■ What this task involves:
Each line below containing the word "title" needs to be shown.

■ Input data:
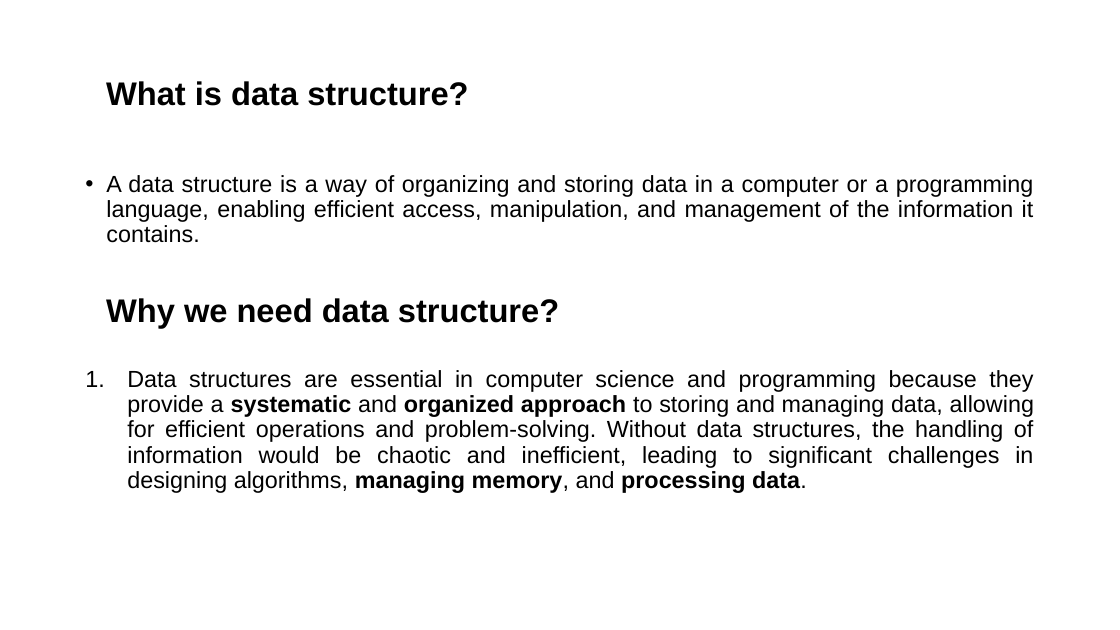
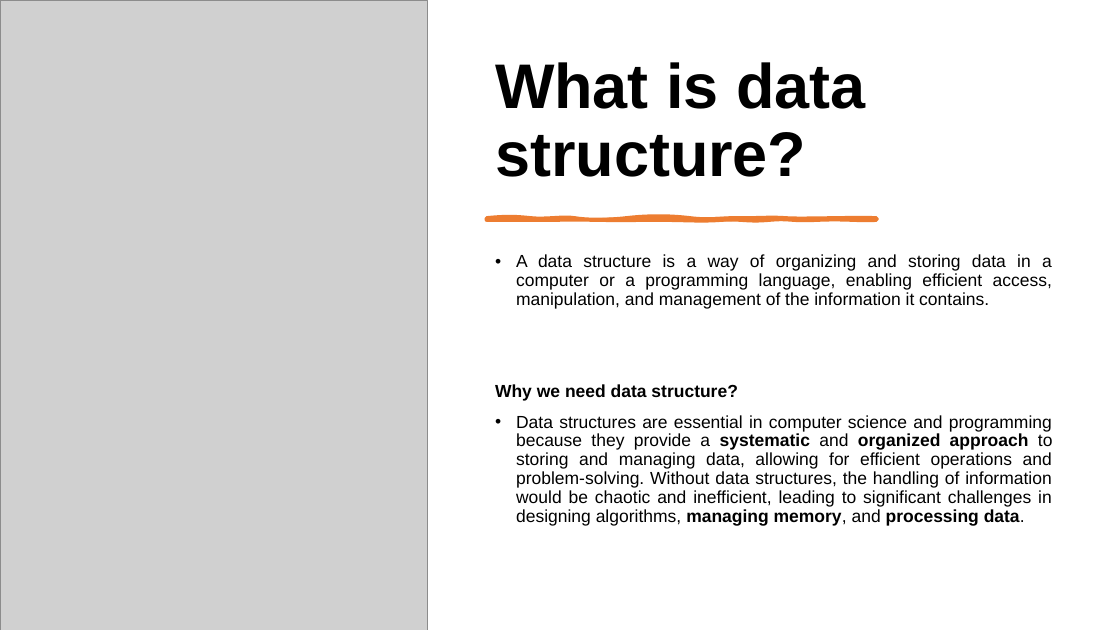
Before and after one commit to alaminbhuyan/DSA-In-Python, a slide deck: slide 4 of Data Structure & Algorithm PDF/DSA.pptx. Drawn at 1120x630 pixels with LibreOffice and Linux fonts; fonts in the diff are those of the drawing; grey boxes stand for pictures. Boxes give left, top, right and bottom in pixels: in the first picture for what was removed or moved away, otherwise in the second. Text is boxed around its words. In the diff, an @@ line names an element or a change of style, - is before the commit and + after.

```diff
--- a/Data Structure & Algorithm PDF/DSA.pptx
+++ b/Data Structure & Algorithm PDF/DSA.pptx
@@ picture added at box(0, 0, 428, 630) @@
@@ title "What is data structure?": place and size @@
-title "What is data structure?" at box(106, 81, 468, 106)
+title "What is data structure?" at box(495, 62, 865, 177)
@@ title "What is data structure?" at box(495, 62, 865, 177): size 28 to 54 pt; vertical alignment middle to bottom @@
@@ freeform shape added at box(486, 218, 876, 220), fill #ED7D31, outline #ED7D31 3.5 pt @@
@@ text "A data structure is a ...": place and size @@
-text "A data structure is a ..." at box(106, 175, 1034, 243)
+text "A data structure is a ..." at box(495, 254, 1053, 526)
@@ text at box(516, 254, 1052, 309): size 20 to 15 pt in "A data structure is a way of ..." @@
@@ text removed at box(106, 298, 559, 328) @@
-Why we need data structure?
@@ text removed at box(127, 370, 1034, 493) @@
-1. Data structures are essential in computer science and programming because they provide a systematic and organized approach to storing and managing data, allowing for efficient operations and problem-solving. Without data structures, the handling of information would be chaotic and inefficient, leading to significant challenges in designing algorithms, managing memory, and processing data.
@@ text at box(495, 384, 1053, 526): paragraphs added @@
+Why we need data structure?
+• Data structures are essential in computer science and programming because they provide a systematic and organized approach to storing and managing data, allowing for efficient operations and problem-solving. Without data structures, the handling of information would be chaotic and inefficient, leading to significant challenges in designing algorithms, managing memory, and processing data.
```
Also in this commit, not shown: 9 other slides changed, 1 other file.

■ Answer box:
@@ title "What is data structure?": place and size @@
-title "What is data structure?" at box(106, 81, 468, 106)
+title "What is data structure?" at box(495, 62, 865, 177)
@@ title "What is data structure?" at box(495, 62, 865, 177): size 28 to 54 pt; vertical alignment middle to bottom @@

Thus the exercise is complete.